The Russian economy will contract if the West introduces wide-ranging sectoral sanctions over Ukraine, but that would not be a “dramatic” situation, Economic Development Minister Alexei Ulyukayev was quoted as saying.
The U.S. and the European Union have repeatedly called on Moscow to do more to help stop fighting in eastern Ukraine, where Kiev is struggling against a separatist pro-Russian rebellion, or face harsher sanctions.
Ulyukayev told the “Vesti on Saturday with Sergei Brilev” television program that the Russian government has worked out an economic outlook scenario envisaging sectoral sanctions.
They could hit Russian exports from luxury goods like furs and caviar under a relatively lenient option to metals, fertilizers, gas and oil under the harshest one, he said.
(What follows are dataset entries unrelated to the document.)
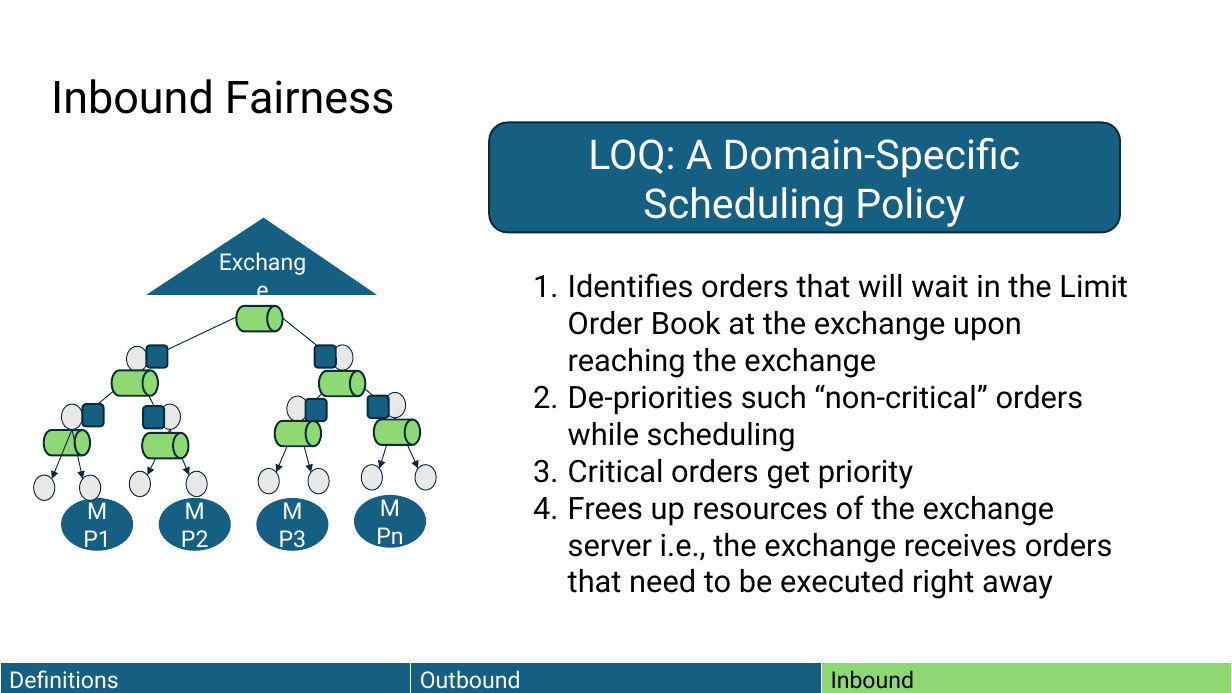
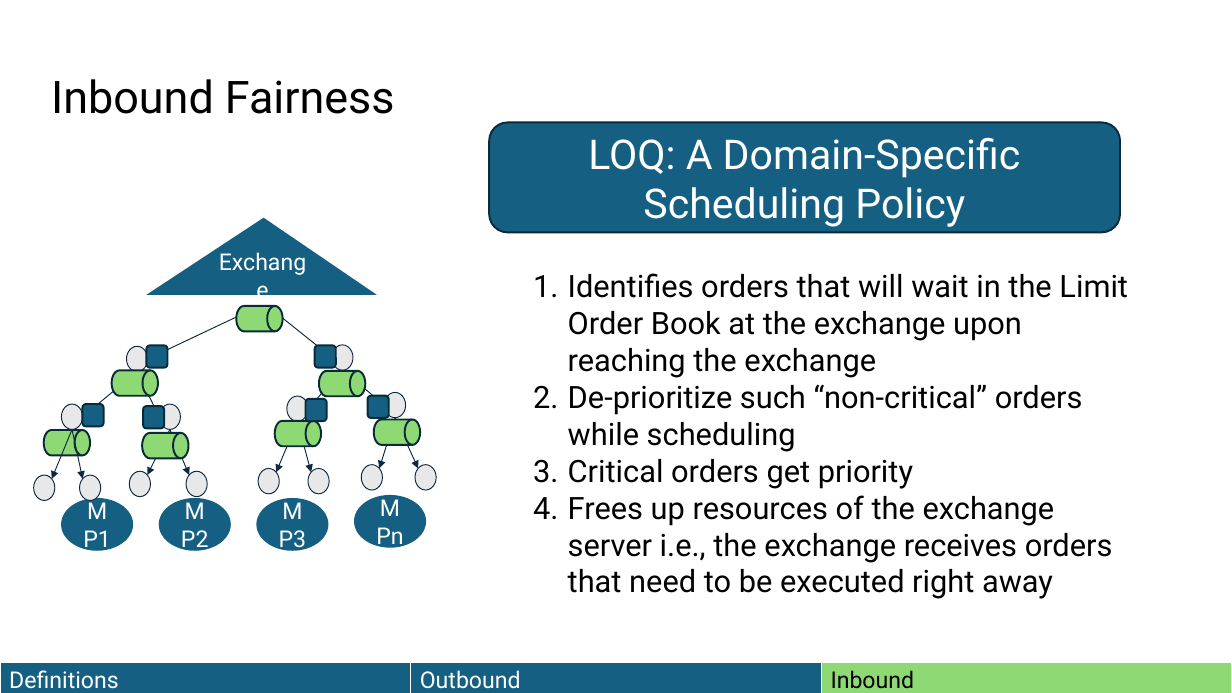
Before and after one commit to HaseebLUMS/Onyx-Presentation, a slide deck: slide 91 of thesis-latency-fairness.pptx (slide 75 before the commit). Drawn at 1232x693 pixels with LibreOffice and Linux fonts; fonts in the diff are those of the drawing. Boxes give left, top, right and bottom in pixels: in the first picture for what was removed or moved away, otherwise in the second. Text is boxed around its words. In the diff, an @@ line names an element or a change of style, - is before the commit and + after.

```diff
--- a/thesis-latency-fairness.pptx
+++ b/thesis-latency-fairness.pptx
@@ text at box(568, 384, 1083, 452): text changed @@
-2. De-priorities such “non-critical” orders while scheduling
+2. De-prioritize such “non-critical” orders while scheduling
```
Also in this commit, not shown: 3 other slides changed, 16 slides added.

“The economy can withstand such a scenario. The pace of economic growth, of course, retires to a negative area. The pace of investment is even worse, revenues are reduced, inflation accelerates, government reserves shrink,” Ulyukayev said.
“But, in general, there is no dramatic development.”
The government’s official 2014 growth forecast now stands at 0.5 percent but Ulyukayev has said it could come in at around 1.1 percent — the same as in the first five months of the year.
The EU, which relies on Russia for a large part of its energy needs, has been reluctant to press ahead with sectoral sanctions fearing they would backfire.
Diplomats in Brussels said on Friday any immediate moves could instead take the form of expanding the existing lists of people and companies targeted with asset freezes over Russia’s role in Ukraine, including the annexation of Crimea.